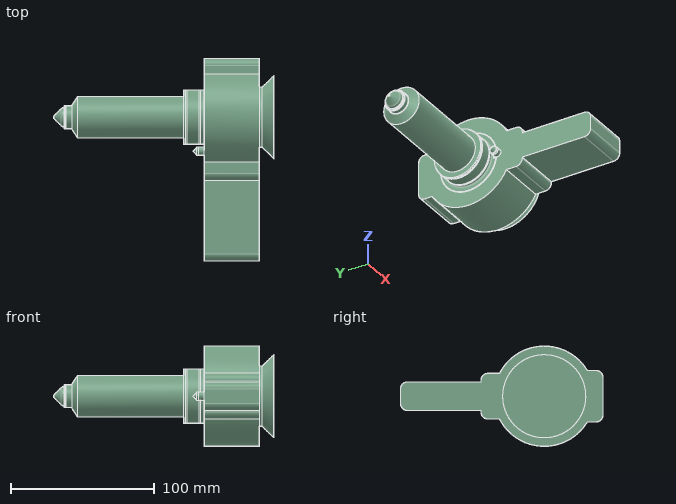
import cadquery as cq
import math

overall_length = 153.0

handle_front = 104.7
handle_back = 143.0
hub_diameter = 69.9
corner_radius = 5.0
tab_end = 41.0
tab_width = 36.0
step_end = -44.0
step_width = 32.0
arm_end = -100.0
arm_width = 20.0

bushing_diameter = 46.0
collar_diameter = 38.0
collar_front = 90.3
shaft_rear_diameter = 22.0
collar_fillet = 0.5
plug_chamfer = 0.3

seal_root_diameter = 36.0
seal_width = 1.0
seal_fronts = (91.6, 101.1)

knob_neck_diameter = 42.0
knob_neck_end = 144.9
knob_rim_diameter = 57.8

shaft_diameter = 29.0
taper_small_diameter = 16.8
taper_front = 12.5
taper_end = 16.5
nose_diameter = 16.0
nose_front = 7.2
nose_front_diameter = 15.6
nose_bevel_length = 0.5

nose_ring_root_diameter = 15.6
nose_ring_front = 8.1
nose_ring_width = 0.54

tip_flat_diameter = 1.5
tip_blunt_diameter = 2.0
tip_blunt_length = 0.2
tip_cone_diameter = 12.0
tip_shank_diameter = 6.0
tip_half_angle = math.radians(45)
tip_shank_length = 7.6
tip_shank_end = nose_front + tip_shank_length

pin_y = -23.5
pin_diameter = 6.0
pin_head_diameter = 5.8
pin_cone_diameter = 5.0
pin_shoulder = 99.3
pin_head_end = 100.8
pin_depth = 6.1
pin_back = handle_front + pin_depth


def cylinder(diameter, start, end, y=0.0):
    """A cylinder along X between two X positions."""
    return cq.Workplane("YZ", origin=(start, y, 0)).circle(diameter / 2).extrude(end - start)


def cone(start_diameter, end_diameter, start, end, y=0.0):
    """A truncated or full cone along X."""
    base = cq.Vector(start, y, 0)
    along_x = cq.Vector(1, 0, 0)
    solid = cq.Solid.makeCone(start_diameter / 2, end_diameter / 2, end - start, base, along_x)
    return cq.Workplane(solid)


def ring(outer_diameter, inner_diameter, start, width):
    """A square-section ring around X."""
    outer = cylinder(outer_diameter, start, start + width)
    return outer.cut(cylinder(inner_diameter, start, start + width))


def rounded_bar(y_end, width):
    """A block as thick as the handle, from the axis to y_end, with its two outer corners rounded."""
    block = cq.Workplane("XY").box(handle_back - handle_front, abs(y_end), width)
    block = block.translate(((handle_front + handle_back) / 2, y_end / 2, 0))
    end_face = ">Y" if y_end > 0 else "<Y"
    return block.faces(end_face).edges("|X").fillet(corner_radius)


def pin_body():
    """A 45 degree point on a head, with a slightly wider shank behind."""
    point = pin_shoulder - pin_cone_diameter / 2
    pin = cylinder(pin_diameter, pin_head_end, pin_back, pin_y)
    pin = pin.union(cylinder(pin_head_diameter, pin_shoulder, pin_head_end, pin_y))
    return pin.union(cone(0, pin_cone_diameter, point, pin_shoulder, pin_y))


def handle_body():
    handle = cylinder(hub_diameter, handle_front, handle_back)
    for y_end, width in ((tab_end, tab_width), (step_end, step_width), (arm_end, arm_width)):
        handle = handle.union(rounded_bar(y_end, width))
    handle = handle.cut(cylinder(bushing_diameter, handle_front, handle_back))
    return handle.cut(cylinder(pin_diameter, handle_front, pin_back, pin_y))


def plug_front(bushing):
    """The ring-shaped face around the foot of the collar."""
    return bushing.faces(cq.selectors.NearestToPointSelector((handle_front, 0, 0)))


def bushing_body():
    bushing = cylinder(bushing_diameter, handle_front, handle_back)
    bushing = bushing.union(cylinder(collar_diameter, collar_front, handle_front))
    bushing = plug_front(bushing).edges(cq.selectors.RadiusNthSelector(0)).fillet(collar_fillet)
    bushing = plug_front(bushing).edges(cq.selectors.RadiusNthSelector(-1)).chamfer(plug_chamfer)
    bushing = bushing.cut(cylinder(shaft_rear_diameter, collar_front, handle_back))
    for seal in seals:
        bushing = bushing.cut(seal)
    slot = cq.Workplane("XY").box(pin_depth, pin_diameter, pin_diameter)
    return bushing.cut(slot.translate((handle_front + pin_depth / 2, pin_y, 0)))


def shaft_body():
    shaft = cylinder(shaft_diameter, taper_end, collar_front)
    shaft = shaft.union(cylinder(shaft_rear_diameter, collar_front, handle_back))
    shaft = shaft.union(cone(taper_small_diameter, shaft_diameter, taper_front, taper_end))
    bevel_end = nose_front + nose_bevel_length
    nose = cylinder(nose_diameter, bevel_end, taper_front)
    nose = nose.union(cone(nose_front_diameter, nose_diameter, nose_front, bevel_end))
    shaft = shaft.union(nose).cut(nose_ring)
    return shaft.cut(cylinder(tip_shank_diameter, nose_front, tip_shank_end))


def tip_body():
    """Half outline in the XY plane, revolved around X."""
    flat = tip_flat_diameter / 2
    blunt = tip_blunt_diameter / 2
    base = tip_cone_diameter / 2
    shank = tip_shank_diameter / 2
    cone_end = tip_blunt_length + (base - blunt) / math.tan(tip_half_angle)
    blend_radius = (nose_front - cone_end) / math.sin(tip_half_angle)
    stem = base + blend_radius * (1 - math.cos(tip_half_angle))
    half_blend = tip_half_angle / 2
    blend_middle = (
        nose_front - blend_radius * math.sin(half_blend),
        stem - blend_radius * (1 - math.cos(half_blend)),
    )
    profile = (
        cq.Workplane("XY")
        .lineTo(0, flat)
        .lineTo(tip_blunt_length, blunt)
        .lineTo(cone_end, base)
        .threePointArc(blend_middle, (nose_front, stem))
        .lineTo(nose_front, shank)
        .lineTo(tip_shank_end, shank)
        .lineTo(tip_shank_end, 0)
        .close()
    )
    return profile.revolve(360, (0, 0, 0), (1, 0, 0))


def knob_body():
    knob = cylinder(knob_neck_diameter, handle_back, knob_neck_end)
    return knob.union(cone(knob_neck_diameter, knob_rim_diameter, knob_neck_end, overall_length))


seals = [ring(collar_diameter, seal_root_diameter, front, seal_width) for front in seal_fronts]
nose_ring = ring(nose_diameter, nose_ring_root_diameter, nose_ring_front, nose_ring_width)
handle = handle_body()
bushing = bushing_body()
shaft = shaft_body()
tip = tip_body()
pin = pin_body()
knob = knob_body()

result = cq.Compound.makeCompound(
    [
        handle.val(),
        bushing.val(),
        shaft.val(),
        tip.val(),
        nose_ring.val(),
        *[seal.val() for seal in seals],
        pin.val(),
        knob.val(),
    ]
)
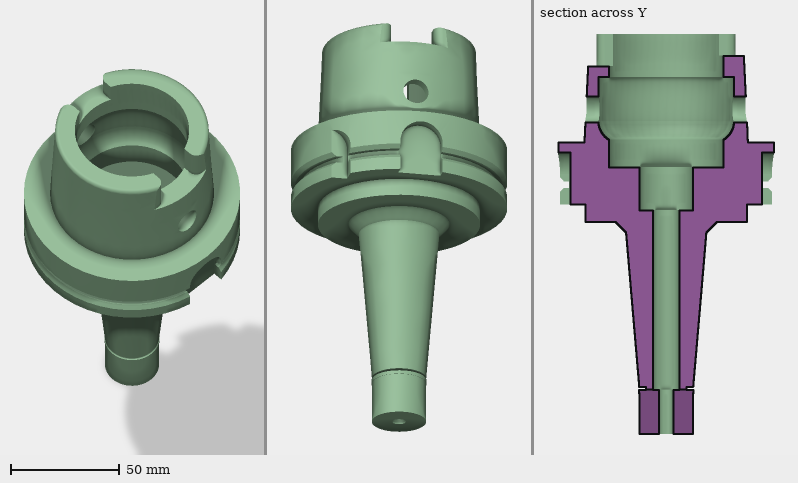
import cadquery as cq
import math

top_z = 185.0
flange_top_z = 135.0
flange_bottom_z = 106.0
collar_bottom_z = 98.0
nose_top_z = 93.0
nose_bottom_z = 21.6
nut_top_z = 20.5
nut_rim_bottom_z = 18.9

shank_top_radius = 35.5
shank_base_radius = 38.0
shank_lip_fillet = 1.8

flange_diameter = 100.0
flange_radius = flange_diameter / 2
groove_mid_z = 115.3
groove_half_width = 1.5
groove_mouth_half_width = 3.3
groove_radius = 46.0
groove_bevel_radius = 48.3
collar_radius = 37.5

nose_cone_radius = 23.5
nose_top_radius = 18.7
nose_tip_radius = 12.5
neck_radius = 9.5

bore_radius = 26.5
bore_lip_depth = 20.0
undercut_radius = 31.3
undercut_straight_depth = 40.3
undercut_arc_radius = 10.0
bore_floor_depth = 61.6
coolant_thread_radius = 12.2
coolant_thread_depth = 20.0
spindle_hole_radius = 6.0

drive_slot_half_width = 10.0
drive_end_x = 32.2
drive_corner_radius = 4.0
left_drive_depth = 10.0
right_drive_depth = 15.0

access_hole_radius = 6.0
access_hole_z = 150.0

recess_radius = 10.0
recess_top_z = 130.0
keyway_floor_x = 44.4
notch_floor_x = 31.6
notch_center_y = 41.5

nut_rim_radius = 12.8
nut_radius = 12.5
nut_hole_radius = 3.1


def turned(profile):
    """Solid of revolution about Z from (radius, height) points."""
    return cq.Workplane("XZ").polyline(profile).close().revolve(360, (0, 0, 0), (0, 1, 0))


def holder_blank():
    """Outside of the holder without the cut-outs."""
    groove_low = groove_mid_z - groove_half_width
    groove_high = groove_mid_z + groove_half_width
    mouth_low = groove_mid_z - groove_mouth_half_width
    mouth_high = groove_mid_z + groove_mouth_half_width
    blank = turned([
        (0, top_z),
        (shank_top_radius, top_z),
        (shank_base_radius, flange_top_z),
        (flange_radius, flange_top_z),
        (flange_radius, mouth_high),
        (groove_bevel_radius, groove_high),
        (groove_radius, groove_high),
        (groove_radius, groove_low),
        (groove_bevel_radius, groove_low),
        (flange_radius, mouth_low),
        (flange_radius, flange_bottom_z),
        (collar_radius, flange_bottom_z),
        (collar_radius, collar_bottom_z),
        (nose_cone_radius, collar_bottom_z),
        (nose_top_radius, nose_top_z),
        (nose_tip_radius, nose_bottom_z),
        (neck_radius, nose_bottom_z),
        (neck_radius, nut_top_z),
        (0, nut_top_z),
    ])
    return blank.faces(">Z").edges().fillet(shank_lip_fillet)


def holder_bore():
    """Stepped bore: undercut that curves back in to the bore, coolant thread and spindle hole."""
    undercut_top_z = top_z - bore_lip_depth
    arc_top_z = top_z - undercut_straight_depth
    arc_center_radius = undercut_radius - undercut_arc_radius
    arc_end_angle = math.acos((bore_radius - arc_center_radius) / undercut_arc_radius)
    arc_end_z = arc_top_z - undercut_arc_radius * math.sin(arc_end_angle)
    arc_mid_radius = arc_center_radius + undercut_arc_radius * math.cos(arc_end_angle / 2)
    arc_mid_z = arc_top_z - undercut_arc_radius * math.sin(arc_end_angle / 2)
    floor_z = top_z - bore_floor_depth
    thread_end_z = floor_z - coolant_thread_depth
    return (
        cq.Workplane("XZ")
        .moveTo(0, top_z)
        .lineTo(bore_radius, top_z)
        .lineTo(bore_radius, undercut_top_z)
        .lineTo(undercut_radius, undercut_top_z)
        .lineTo(undercut_radius, arc_top_z)
        .threePointArc((arc_mid_radius, arc_mid_z), (bore_radius, arc_end_z))
        .lineTo(bore_radius, floor_z)
        .lineTo(coolant_thread_radius, floor_z)
        .lineTo(coolant_thread_radius, thread_end_z)
        .lineTo(spindle_hole_radius, thread_end_z)
        .lineTo(spindle_hole_radius, nut_top_z)
        .lineTo(0, nut_top_z)
        .close()
        .revolve(360, (0, 0, 0), (0, 1, 0))
    )


def drive_slot(side, depth):
    """Slot in the shank rim at -X (side = -1) or +X (side = 1), flared by rounded corners."""
    half = drive_slot_half_width
    corner = drive_corner_radius
    outer_x = side * flange_radius
    end_x = side * drive_end_x
    tangent_x = side * (drive_end_x - corner)
    mid_x = side * (drive_end_x - corner * (1 - math.sqrt(0.5)))
    mid_y = half + corner * (1 - math.sqrt(0.5))
    return (
        cq.Workplane("XY", origin=(0, 0, top_z - depth))
        .moveTo(0, -half)
        .lineTo(tangent_x, -half)
        .threePointArc((mid_x, -mid_y), (end_x, -half - corner))
        .lineTo(end_x, -flange_radius)
        .lineTo(outer_x, -flange_radius)
        .lineTo(outer_x, flange_radius)
        .lineTo(end_x, flange_radius)
        .lineTo(end_x, half + corner)
        .threePointArc((mid_x, mid_y), (tangent_x, half))
        .lineTo(0, half)
        .close()
        .extrude(depth)
    )


def rim_recess(side, floor_x, center_y):
    """Round-topped recess from the flange rim inward to a flat floor at the given X distance."""
    arc_center_z = recess_top_z - recess_radius
    return (
        cq.Workplane("YZ", origin=(side * floor_x, 0, 0))
        .moveTo(center_y - recess_radius, flange_bottom_z)
        .lineTo(center_y - recess_radius, arc_center_z)
        .threePointArc((center_y, recess_top_z), (center_y + recess_radius, arc_center_z))
        .lineTo(center_y + recess_radius, flange_bottom_z)
        .close()
        .extrude(side * flange_radius)
    )


def access_hole():
    """Cross hole along X through both walls of the shank."""
    return (
        cq.Workplane("YZ", origin=(0, 0, access_hole_z))
        .circle(access_hole_radius)
        .extrude(shank_base_radius, both=True)
    )


def build_holder():
    holder = holder_blank().cut(holder_bore()).cut(access_hole())
    holder = holder.cut(drive_slot(-1, left_drive_depth))
    holder = holder.cut(drive_slot(1, right_drive_depth))
    for side in (-1, 1):
        holder = holder.cut(rim_recess(side, keyway_floor_x, 0))
    return holder.cut(rim_recess(-1, notch_floor_x, notch_center_y))


def build_nut():
    """Clamping nut with a slightly wider rim at its upper end and a through hole."""
    return turned([
        (nut_hole_radius, nut_top_z),
        (nut_rim_radius, nut_top_z),
        (nut_rim_radius, nut_rim_bottom_z),
        (nut_radius, nut_rim_bottom_z),
        (nut_radius, 0),
        (nut_hole_radius, 0),
    ])


holder = build_holder()
nut = build_nut()

result = cq.Compound.makeCompound([holder.val(), nut.val()])
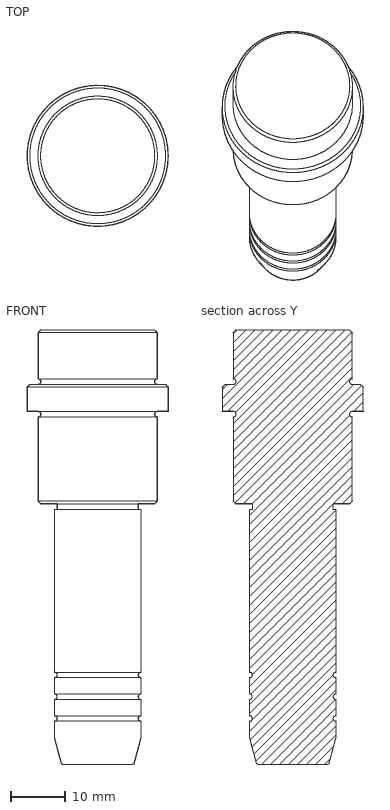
import cadquery as cq
import math

total_length = 80.0

body_radius = 11.0
collar_radius = 13.0
head_height = 10.0
collar_height = 5.0
body_height = 17.0
edge_chamfer = 0.5

shank_radius = 8.0
neck_depth = 0.5
neck_height = 1.0

taper_height = 5.0
taper_angle = 15.0
tip_fillet = 0.5

groove_radius = 0.5
shank_groove_pitch = 4.0
shank_groove_count = 3
lowest_groove_gap = 3.0

collar_top = total_length - head_height
collar_bottom = collar_top - collar_height
body_bottom = collar_bottom - body_height
tip_radius = shank_radius - taper_height * math.tan(math.radians(taper_angle))


def disc(radius, bottom, height):
    """Cylinder on the Z axis, standing on the given level."""
    return cq.Workplane("XY").workplane(offset=bottom).circle(radius).extrude(height)


def round_groove(surface_radius, level):
    """Ring of circular section centred on a cylinder's surface."""
    return cq.Workplane("XY").add(
        cq.Solid.makeTorus(surface_radius, groove_radius, cq.Vector(0, 0, level))
    )


def make_head():
    head = disc(body_radius, collar_top, head_height).faces(">Z").chamfer(edge_chamfer)
    return head.cut(round_groove(body_radius, collar_top + groove_radius))


def make_collar():
    return disc(collar_radius, collar_bottom, collar_height).faces(">Z").chamfer(edge_chamfer)


def make_body():
    body = disc(body_radius, body_bottom, body_height).faces("<Z").chamfer(edge_chamfer)
    return body.cut(round_groove(body_radius, collar_bottom - groove_radius))


def make_shank():
    neck_bottom = body_bottom - neck_height
    lowest_groove = taper_height + lowest_groove_gap + groove_radius
    shank = disc(shank_radius, taper_height, neck_bottom - taper_height)
    for index in range(shank_groove_count):
        level = lowest_groove + index * shank_groove_pitch
        shank = shank.cut(round_groove(shank_radius, level))
    neck = disc(shank_radius - neck_depth, neck_bottom, neck_height)
    return shank.union(neck)


def make_tip():
    tip = cq.Workplane("XY").add(cq.Solid.makeCone(tip_radius, shank_radius, taper_height))
    return tip.faces("<Z").fillet(tip_fillet)


result = make_head().union(make_collar()).union(make_body()).union(make_shank()).union(make_tip())
= = = =
**THE TASK**
Only lines containing "around" belong in the answer; copy every such line from the records.

**YOUR RESPONSE**
    """A square-section ring around X."""
    """The ring-shaped face around the foot of the collar."""
    """Half outline in the XY plane, revolved around X."""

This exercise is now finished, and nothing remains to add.